Drive thru: alternativa para movimentar o caixa e garantir a segurança do cliente

Em Brasília, os lojistas do shopping Conjunto Nacional viram as vendas incrementarem ao aderir o serviço; em 11 meses, vendas via drive thru tiveram um salto de 268.12%



Venda com entrega (delivery), venda com retirada de produtos na loja (take a way) e, agora, venda via drive thru. Velho conhecido das compras de fast food, o drive thru se expandiu e passou a abranger diferentes segmentos do varejo, a fim de garantir a segurança do cliente, evitando que se exponha ao coronavírus.


O sistema drive thru tem sido muito usado pelos shoppings em todo o país para tentar mitigar as perdas em função do fechamento do comércio no período mais crítico da pandemia.
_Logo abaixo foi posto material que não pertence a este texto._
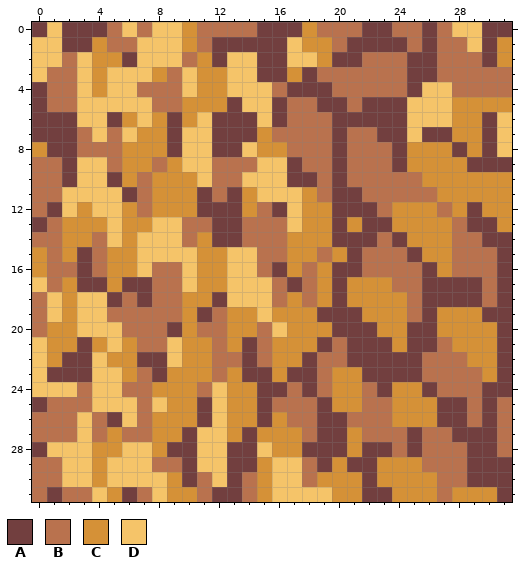
Pixel-art sprite: assets/graphics/cover.png. Above, as it was before the edit.
The file is 32x32 pixels.
Palette (. is transparent): A #723f3f  B #b9724e  C #d59137  D #f5c469
Pixels before, first column x 0:
 0 ADAAABDBDDCBBBBAAACBBBAABBABDDAA
 1 DDAACBBDDDCBAAAAADCCBAAAABABBDAC
 2 DDBDCCADDDBCADDAADDCAABBBAABBBAC
 3 DBBDCDDDCBDCCDDAACABBBBBBAABBBBB
 4 ABBDCDDBBBDCCDDDBAAABBBBBADDBBBB
 5 ABBDDDDDBBCCCADDABBAABAAADDDCCCC
 6 AAADDACDCACDAAADABBBAAAAADDDCCAD
 7 AAABDBDCCADDAAACBBBBABBAADAACCAD
 8 CAABBBCCCADDAADCCBBBABBBACCCACAD
 9 BBADDBCCBCDDBBBDDABBABBBACCCCAAA
10 BBADDACBCCCDBBDDDAABABBBBBCCCCCC
11 BBDDDDABCCCABACDDDCBAABBBBBCCCCC
12 BADCDDCBCCCAAACBADCCAAABCCCBCACC
13 ABCCCDCCDDBBAABBBDCCACAACCCCBAAC
14 BBCCBDCDDDBCAABBBCCCAAABACCCBBAA
15 CBCABCCDDDDCCDDBBCCBCABBBACCBBBA
16 CBBABCCDBBDCCDDBACBCAABBBBACBBBA
17 DBCAACAABBDCCDDDBABCACCCBBAAAABA
18 BDCDDABABBCCADDDBCBCACCCCBAAAABA
19 BDCDDBBBBBCABCCDCCCAAACCCBACCCAA
20 BCCDDDBBBACBBCCBDCCCAAACCAACCCCA
21 DCCACDCBBDCCBCABCCCABAAACAABCCCA
22 DCAADCCAADCCBBABCCABBAAAAABBBCCA
23 DAAADDCBACCCBCAACAABCCAAAABBBBCA
24 DDDBDDBBCCCBDCCAABABCCBACCABBBAA
25 ABBBDDDBDCCADCCABBBACCBBCCCAABAB
26 BBBDBADBCCCADCCACBBAABBBCCCAABAB
27 BBBDBCBBCCADDCACCCBAACBBBABBAAAB
28 ADDDCCDDCAADDAADCCAAACAABABBBAAB
29 BBDDCDDDBBADDAACDDBACAACCCBBBAAA
30 BBDDCDDDDCABDABCDDBCCCACCCCBBAAA
31 BABBDCABDCCBAABCDDDDCCAACCCBCCCA
Once edited:
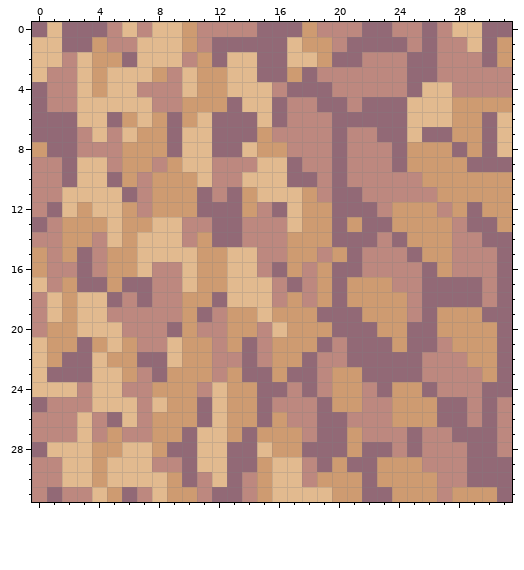
The exact change:
colour A: #723f3f -> #723f3f9c
colour B: #b9724e -> #b9724e9c
colour C: #d59137 -> #d591379c
colour D: #f5c469 -> #f5c4699c

O processo de compra/venda por este serviço é simples: o consumidor adquire os produtos pelos canais disponibilizados, como o site/app ou o WhatsApp da loja; e depois agenda a hora para buscar os artigos. O pagamento pode ser feito no site/app, no momento da compra, ou na hora da retirada.


Já o lojista deve se comprometer a higienizar os pacotes a serem entregues e a seguir as medidas de higiene, como o uso de luvas, máscaras e álcool em gel.


Em Brasília, o Conjunto Nacional (CNB), o shopping mais antigo da cidade, aderiu ao serviço. A ideia deu tão certo que o sistema segue em funcionamento, mesmo com o CNB aberto. Pegando como referência o mês de março/2021, em comparação com o primeiro mês de implementação do serviço (maio/2020), houve um crescimento de 268,12% nas vendas com entrega via drive thru. Isso representa a venda de mais de 5 mil itens ao mês com esta opção de entrega.


“Entre os sistemas implementados, o Drive-Thru foi o que teve mais adesão, tanto de lojistas quanto por clientes. O cliente retira sua compra sem sair do carro, com segurança e comodidade, em um local especificamente reservado para o serviço, na garagem coberta”, relata Ticiana Pessoa, gerente regional da Ancar Ivanhoe, administradora do Conjunto Nacional.


Atualmente, 110 lojas atendem pelo sistema. As entregas ocorrem das 9h às 22h, no estacionamento coberto do Conjunto Nacional. Para receber as compras nesta modalidade, o cliente só precisa agendar com a loja.


Comodidade e segurança para o cliente

Com o primeiro fechamento do comércio em março do ano passado, a franquia da Konhagen no CNB, com 16 anos de atividade, teve que se adequar à nova realidade. Passou a vender os produtos por aplicativos, como WhatsApp e Zipper; em plataformas de ecommerce e de delivery, como iFood; e adotou o sistema drive thru. “Na Páscoa passada, começamos a divulgar o drive thru para os clientes que não queriam entrar no shopping por conta da pandemia, sempre destacando que buscariam o produto em local seguro e com tolerância de estacionamento. Bastava ligar fazendo a encomenda e agendando o horário. Nosso foco sempre foi a comodidade e segurança do cliente”, conta Rosana Venâncio Romano, proprietária da franquia, explicando ainda que neste período as vendas foram 100% através dos canais digitais.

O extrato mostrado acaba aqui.